Brief: Go through the listing below and return each line that includes "block".

- - - -

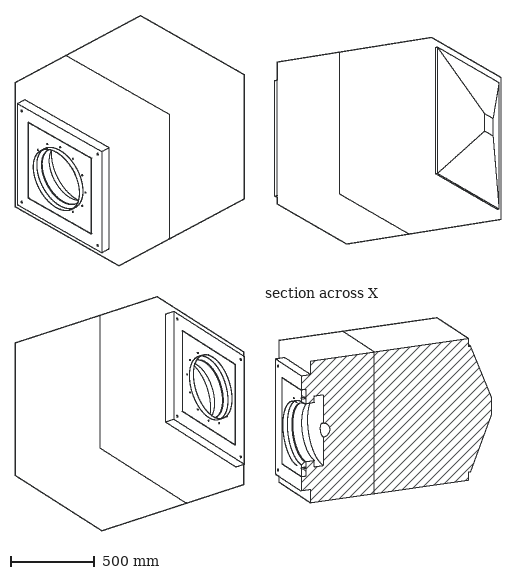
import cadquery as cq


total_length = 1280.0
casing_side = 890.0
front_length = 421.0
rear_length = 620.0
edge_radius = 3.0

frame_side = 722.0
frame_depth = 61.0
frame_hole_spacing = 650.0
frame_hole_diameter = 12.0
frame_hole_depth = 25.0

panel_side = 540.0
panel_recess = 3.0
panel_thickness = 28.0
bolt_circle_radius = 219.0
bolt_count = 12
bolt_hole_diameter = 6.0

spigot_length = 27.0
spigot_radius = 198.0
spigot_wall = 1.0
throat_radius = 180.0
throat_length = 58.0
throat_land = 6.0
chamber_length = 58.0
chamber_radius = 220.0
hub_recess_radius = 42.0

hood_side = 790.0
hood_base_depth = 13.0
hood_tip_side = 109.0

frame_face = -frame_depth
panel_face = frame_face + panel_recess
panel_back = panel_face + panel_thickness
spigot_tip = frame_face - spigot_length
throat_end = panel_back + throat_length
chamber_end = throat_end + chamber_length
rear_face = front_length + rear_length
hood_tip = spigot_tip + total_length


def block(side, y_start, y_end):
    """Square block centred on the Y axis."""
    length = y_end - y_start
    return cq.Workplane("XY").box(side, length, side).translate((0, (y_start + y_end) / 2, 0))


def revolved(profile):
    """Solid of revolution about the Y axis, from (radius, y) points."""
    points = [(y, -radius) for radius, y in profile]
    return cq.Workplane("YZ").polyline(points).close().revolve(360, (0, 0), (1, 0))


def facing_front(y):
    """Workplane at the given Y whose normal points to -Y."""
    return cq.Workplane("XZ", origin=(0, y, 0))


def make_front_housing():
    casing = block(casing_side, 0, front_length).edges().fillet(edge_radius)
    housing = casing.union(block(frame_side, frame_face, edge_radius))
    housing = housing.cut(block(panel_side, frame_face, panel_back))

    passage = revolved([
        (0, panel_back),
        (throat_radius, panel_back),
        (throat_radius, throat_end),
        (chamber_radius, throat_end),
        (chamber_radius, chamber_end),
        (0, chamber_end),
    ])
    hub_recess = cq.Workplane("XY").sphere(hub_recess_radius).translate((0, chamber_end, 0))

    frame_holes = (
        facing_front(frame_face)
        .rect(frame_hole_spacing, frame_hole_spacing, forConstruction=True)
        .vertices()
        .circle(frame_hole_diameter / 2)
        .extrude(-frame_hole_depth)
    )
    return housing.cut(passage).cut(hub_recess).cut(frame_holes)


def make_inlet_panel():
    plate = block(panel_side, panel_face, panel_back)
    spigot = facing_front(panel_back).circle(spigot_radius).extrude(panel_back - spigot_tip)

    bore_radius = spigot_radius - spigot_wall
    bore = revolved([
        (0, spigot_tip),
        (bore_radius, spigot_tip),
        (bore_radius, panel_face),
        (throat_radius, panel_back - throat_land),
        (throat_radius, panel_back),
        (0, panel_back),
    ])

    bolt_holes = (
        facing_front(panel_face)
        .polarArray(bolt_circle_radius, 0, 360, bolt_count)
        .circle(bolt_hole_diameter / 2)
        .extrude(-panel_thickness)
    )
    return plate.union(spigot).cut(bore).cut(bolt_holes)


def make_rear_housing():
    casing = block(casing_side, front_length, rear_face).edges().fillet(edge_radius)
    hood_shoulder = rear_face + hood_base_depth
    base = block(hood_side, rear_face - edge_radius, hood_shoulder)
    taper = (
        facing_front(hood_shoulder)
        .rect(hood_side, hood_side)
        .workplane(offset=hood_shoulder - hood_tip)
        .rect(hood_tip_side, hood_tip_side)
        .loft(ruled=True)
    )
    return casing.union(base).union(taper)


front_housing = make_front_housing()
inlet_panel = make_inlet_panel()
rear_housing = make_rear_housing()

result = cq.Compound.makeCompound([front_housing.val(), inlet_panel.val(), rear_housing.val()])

- - - -

Exercise answer:
def block(side, y_start, y_end):
    """Square block centred on the Y axis."""
    casing = block(casing_side, 0, front_length).edges().fillet(edge_radius)
    housing = casing.union(block(frame_side, frame_face, edge_radius))
    housing = housing.cut(block(panel_side, frame_face, panel_back))
    plate = block(panel_side, panel_face, panel_back)
    casing = block(casing_side, front_length, rear_face).edges().fillet(edge_radius)
    base = block(hood_side, rear_face - edge_radius, hood_shoulder)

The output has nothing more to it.